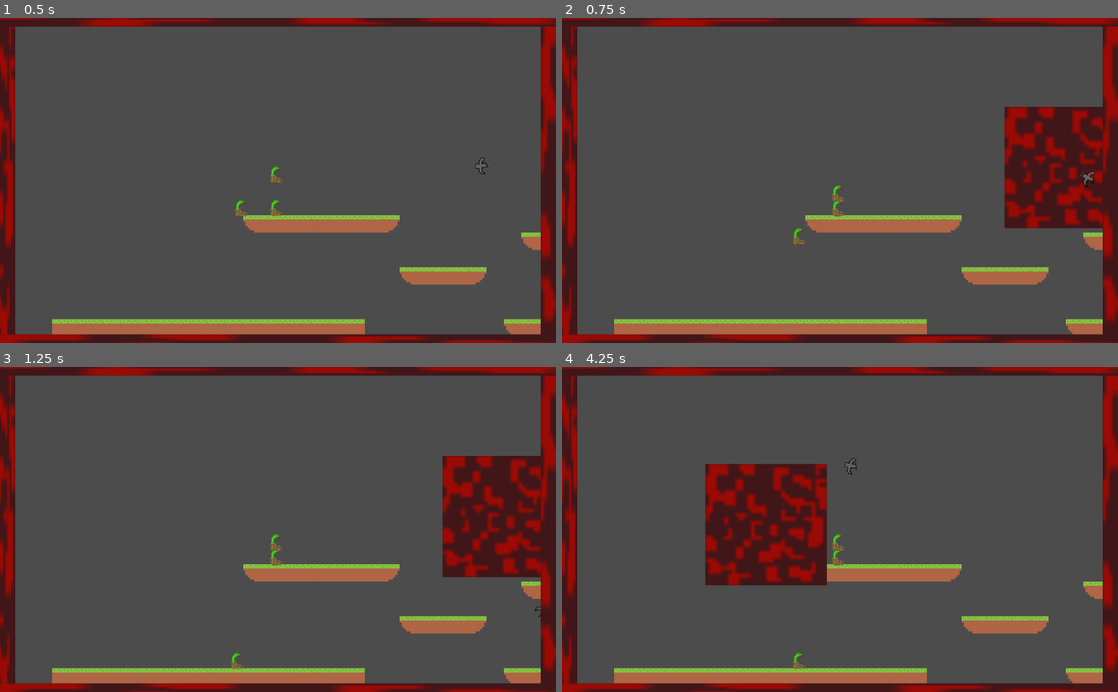
Above: before the commit, frames 1-4 (two rows, left to right).
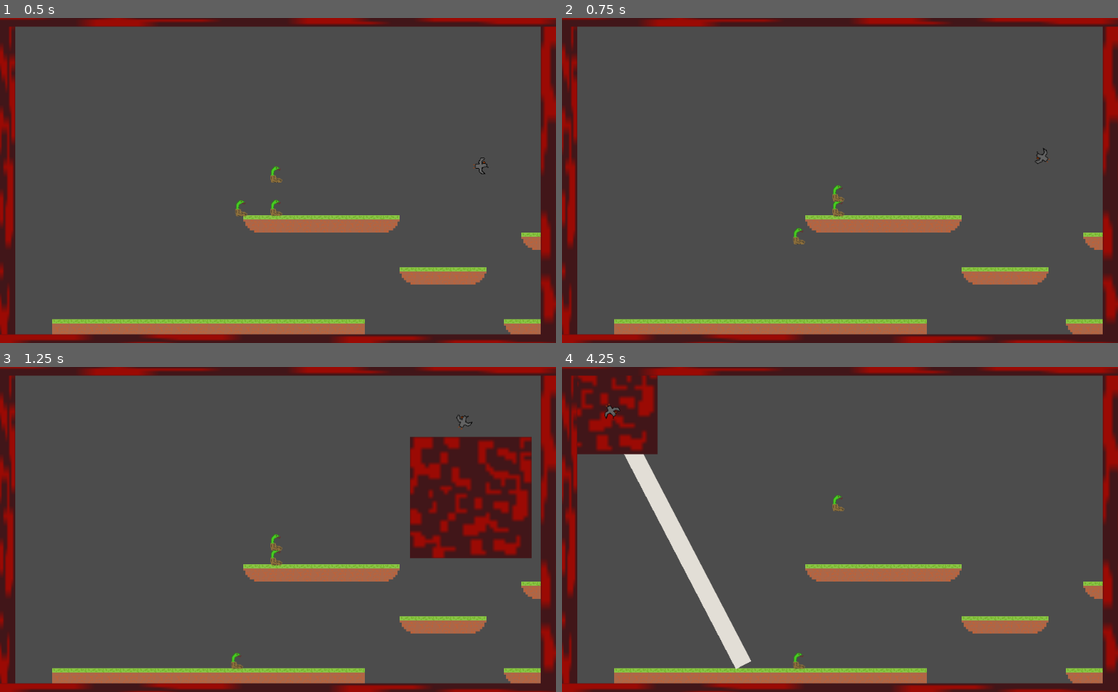
Above: after the commit, the same moments.

Repository: isaaclittler/Snake-In-Boot
Game: Godot game, scene res://Scenes/root.tscn
Same seed, same stepped clock (60 frames per second), same inputs: the game is played once before the commit and once after it.
Inputs:
- Up to frame 1 (0.5 s): no input
- Up to frame 2 (0.75 s): hold Right (bird_move_right) from 0.53 s (still down); tap Up (bird_ability_1) at 0.6 s
- Up to frame 3 (1.25 s): keep holding Right (bird_move_right); tap W (ui_up) at 0.77 s; tap Down (bird_ability_2, bound only after the commit) at 0.8 s
- Up to frame 4 (4.25 s): tap Down (bird_ability_2, bound only after the commit) at 1.35, 3.8 s; tap W (ui_up) at 1.52, 3.02, 3.77 s; tap Z (bird_ability_3, bound only after the commit) at 1.55, 2.1 s; release Right (bird_move_right) at 2.03 s; hold Left (bird_move_left) 2.03-2.78 s; tap X (bird_ability_4, bound only after the commit) at 2.3, 2.85 s; hold Right (bird_move_right) from 2.78 s (still down); tap Up (bird_ability_1) at 3.05, 3.6 s

Frame 1 is identical in both runs. In frame 2, 6.6% of the frame differs, in the area x 79-98%, y 27-65%; in frame 3, 7.4%; in frame 4, 14%, in the area x 2-54%, y 2-93%.

Commit message:
added ray to bird ability 3

Diff:
--- a/Scenes/level1.tscn
+++ b/Scenes/level1.tscn
@@ -10,6 +10,7 @@
 [ext_resource path="res://Scenes/visionBlocker.gd" type="Script" id=8]
 [ext_resource path="res://Scripts/KinematicBody2D.gd" type="Script" id=9]
 [ext_resource path="res://Assets/bird1.png" type="Texture" id=10]
+[ext_resource path="res://Assets/tileSet1.png" type="Texture" id=11]
 
 [sub_resource type="CapsuleShape2D" id=1]
 
@@ -28,7 +29,7 @@
 custom_solver_bias = 0.0
 radius = 16.0
 
-[node name="level" type="Node"]
+[node name="level" type="Node" index="0"]
 
 script = ExtResource( 1 )
 finishX = 1500
@@ -222,7 +223,6 @@
 "snakes",
 ]]
 
-editor/display_folded = true
 light_mask = 4
 input_pickable = false
 collision_layer = 4
@@ -257,7 +257,7 @@
 linear_damp = 0.1
 angular_damp = 1.0
 collision_layer = 0
-collision_mask = 9
+collision_mask = 25
 audio_bus_override = false
 audio_bus_name = "Master"
 script = ExtResource( 7 )
@@ -273,7 +273,6 @@
 "snakes",
 ]]
 
-editor/display_folded = true
 light_mask = 4
 position = Vector2( -64, 0 )
 input_pickable = false
@@ -309,7 +308,7 @@
 linear_damp = 0.1
 angular_damp = 1.0
 collision_layer = 0
-collision_mask = 9
+collision_mask = 25
 audio_bus_override = false
 audio_bus_name = "Master"
 script = ExtResource( 7 )
@@ -325,7 +324,6 @@
 "snakes",
 ]]
 
-editor/display_folded = true
 light_mask = 4
 position = Vector2( 0, -64 )
 input_pickable = false
@@ -361,7 +359,7 @@
 linear_damp = 0.1
 angular_damp = 1.0
 collision_layer = 0
-collision_mask = 9
+collision_mask = 25
 audio_bus_override = false
 audio_bus_name = "Master"
 script = ExtResource( 7 )
@@ -419,11 +417,42 @@
 angular_damp = 1.0
 audio_bus_override = false
 audio_bus_name = "Master"
+_sections_unfolded = [ "Collision" ]
 
 [node name="CollisionShape2D2" type="CollisionShape2D" parent="Bird1/Area2D" index="0"]
 
 shape = SubResource( 3 )
 
+[node name="laser" type="Sprite" parent="." index="7"]
+
+position = Vector2( 0, -500 )
+scale = Vector2( 1, 16 )
+texture = ExtResource( 11 )
+offset = Vector2( 0, -17 )
+region_enabled = true
+region_rect = Rect2( 32, 0, 32, 32 )
+_sections_unfolded = [ "Transform" ]
+
+[node name="Area2D" type="Area2D" parent="laser" index="0"]
+
+position = Vector2( 0, -1 )
+scale = Vector2( 1, 0.0666667 )
+input_pickable = true
+gravity_vec = Vector2( 0, 1 )
+gravity = 98.0
+linear_damp = 0.1
+angular_damp = 1.0
+collision_layer = 16
+collision_mask = 0
+audio_bus_override = false
+audio_bus_name = "Master"
+_sections_unfolded = [ "Audio Bus", "Collision", "Transform" ]
+
+[node name="CollisionPolygon2D" type="CollisionPolygon2D" parent="laser/Area2D" index="0"]
+
+build_mode = 0
+polygon = PoolVector2Array( 16, 0, 16, -480, -16, -480, -16, 0 )
+
 [connection signal="area_entered" from="cameraControl/TopArea" to="Bird1" method="_on_TopArea_area_entered"]
 
 [connection signal="area_entered" from="cameraControl/BotArea" to="Bird1" method="_on_BotArea_area_entered"]
--- a/Scenes/root.tscn
+++ b/Scenes/root.tscn
@@ -3,7 +3,7 @@
 [ext_resource path="res://Scripts/root.gd" type="Script" id=1]
 [ext_resource path="res://Scenes/level1.tscn" type="PackedScene" id=2]
 
-[node name="root" type="Node" index="0"]
+[node name="root" type="Node"]
 
 script = ExtResource( 1 )
 
--- a/Scripts/KinematicBody2D.gd
+++ b/Scripts/KinematicBody2D.gd
@@ -6,14 +6,27 @@
 const cameraWidth = 495
 
 var cameraX = 0
+var currRotationSpeed = rotationSpeed
+var currSpeed = speed
+var tAbility3 = 5
+var dAbility3 = 0
+var lasering = false
+onready var laser = get_node("../laser")
 
-func _ready():
+#func _ready():
 
-	pass
+	#pass
 
 var velocity = Vector2()
 var rotationDir = 0
 signal visionBlock
+
+func _process(delta):
+	tAbility3 += delta
+	dAbility3 += delta
+	if lasering == true:
+		laser()
+	abilityReset()
 
 func getInput():
 	rotationDir = 0
@@ -23,15 +36,40 @@
 	elif Input.is_action_pressed("bird_move_right"):
 		rotationDir += 1
 	if Input.is_action_just_pressed("bird_ability_1"):
-		print("pew pew")
+		rotation += PI
+	if Input.is_action_just_pressed("bird_ability_2"):
+		#print("pew pew")
 		emit_signal("visionBlock")
+	if Input.is_action_just_pressed("bird_ability_3"):
+		ability3()
+	#if Input.is_action_just_pressed("bird_ability_4"):
+
 
 func _physics_process(delta):
 	getInput()
-	rotation += rotationDir * rotationSpeed * delta
-	velocity = Vector2(speed,0).rotated(rotation)
+	rotation += rotationDir * currRotationSpeed * delta
+	velocity = Vector2(currSpeed,0).rotated(rotation)
 	move_and_slide(velocity)
 
+func abilityReset():
+	if dAbility3 > 3:
+		currRotationSpeed = rotationSpeed
+		currSpeed = speed
+		lasering = false
+		laser.position.y = -5000
+
+func ability3():
+	if tAbility3 > 5:
+		print("ability 3")
+		currRotationSpeed = 1
+		currSpeed = 100
+		tAbility3 = 0
+		dAbility3 = 0
+		lasering = true
+
+func laser():
+	laser.position = self.position
+	laser.rotation = self.rotation + PI * .5
 
 func _on_TopArea_area_entered(area):
 	self.position = Vector2(self.position.x, cameraHeight)
--- a/project.godot
+++ b/project.godot
@@ -64,6 +64,15 @@
 bird_ability_1=[ Object(InputEventKey,"resource_local_to_scene":false,"resource_name":"","device":0,"alt":false,"shift":false,"control":false,"meta":false,"command":false,"pressed":false,"scancode":16777232,"unicode":0,"echo":false,"script":null)
 , Object(InputEventJoypadButton,"resource_local_to_scene":false,"resource_name":"","device":0,"button_index":0,"pressure":0.0,"pressed":false,"script":null)
  ]
+bird_ability_2=[ Object(InputEventKey,"resource_local_to_scene":false,"resource_name":"","device":0,"alt":false,"shift":false,"control":false,"meta":false,"command":false,"pressed":false,"scancode":16777234,"unicode":0,"echo":false,"script":null)
+, Object(InputEventJoypadButton,"resource_local_to_scene":false,"resource_name":"","device":0,"button_index":1,"pressure":0.0,"pressed":false,"script":null)
+ ]
+bird_ability_3=[ Object(InputEventKey,"resource_local_to_scene":false,"resource_name":"","device":0,"alt":false,"shift":false,"control":false,"meta":false,"command":false,"pressed":false,"scancode":90,"unicode":0,"echo":false,"script":null)
+, Object(InputEventJoypadButton,"resource_local_to_scene":false,"resource_name":"","device":0,"button_index":2,"pressure":0.0,"pressed":false,"script":null)
+ ]
+bird_ability_4=[ Object(InputEventKey,"resource_local_to_scene":false,"resource_name":"","device":0,"alt":false,"shift":false,"control":false,"meta":false,"command":false,"pressed":false,"scancode":88,"unicode":0,"echo":false,"script":null)
+, Object(InputEventJoypadButton,"resource_local_to_scene":false,"resource_name":"","device":0,"button_index":3,"pressure":0.0,"pressed":false,"script":null)
+ ]
 
 [layer_names]
 
Not shown: 1 places in Scenes/level1.tscn that only renumber resources

PROMPT →
Search the records for the string "Scripts" and report each line that has it.

SOLUTION TO THIS TASK →
 [ext_resource path="res://Scripts/KinematicBody2D.gd" type="Script" id=9]
 [ext_resource path="res://Scripts/root.gd" type="Script" id=1]
--- a/Scripts/KinematicBody2D.gd
+++ b/Scripts/KinematicBody2D.gd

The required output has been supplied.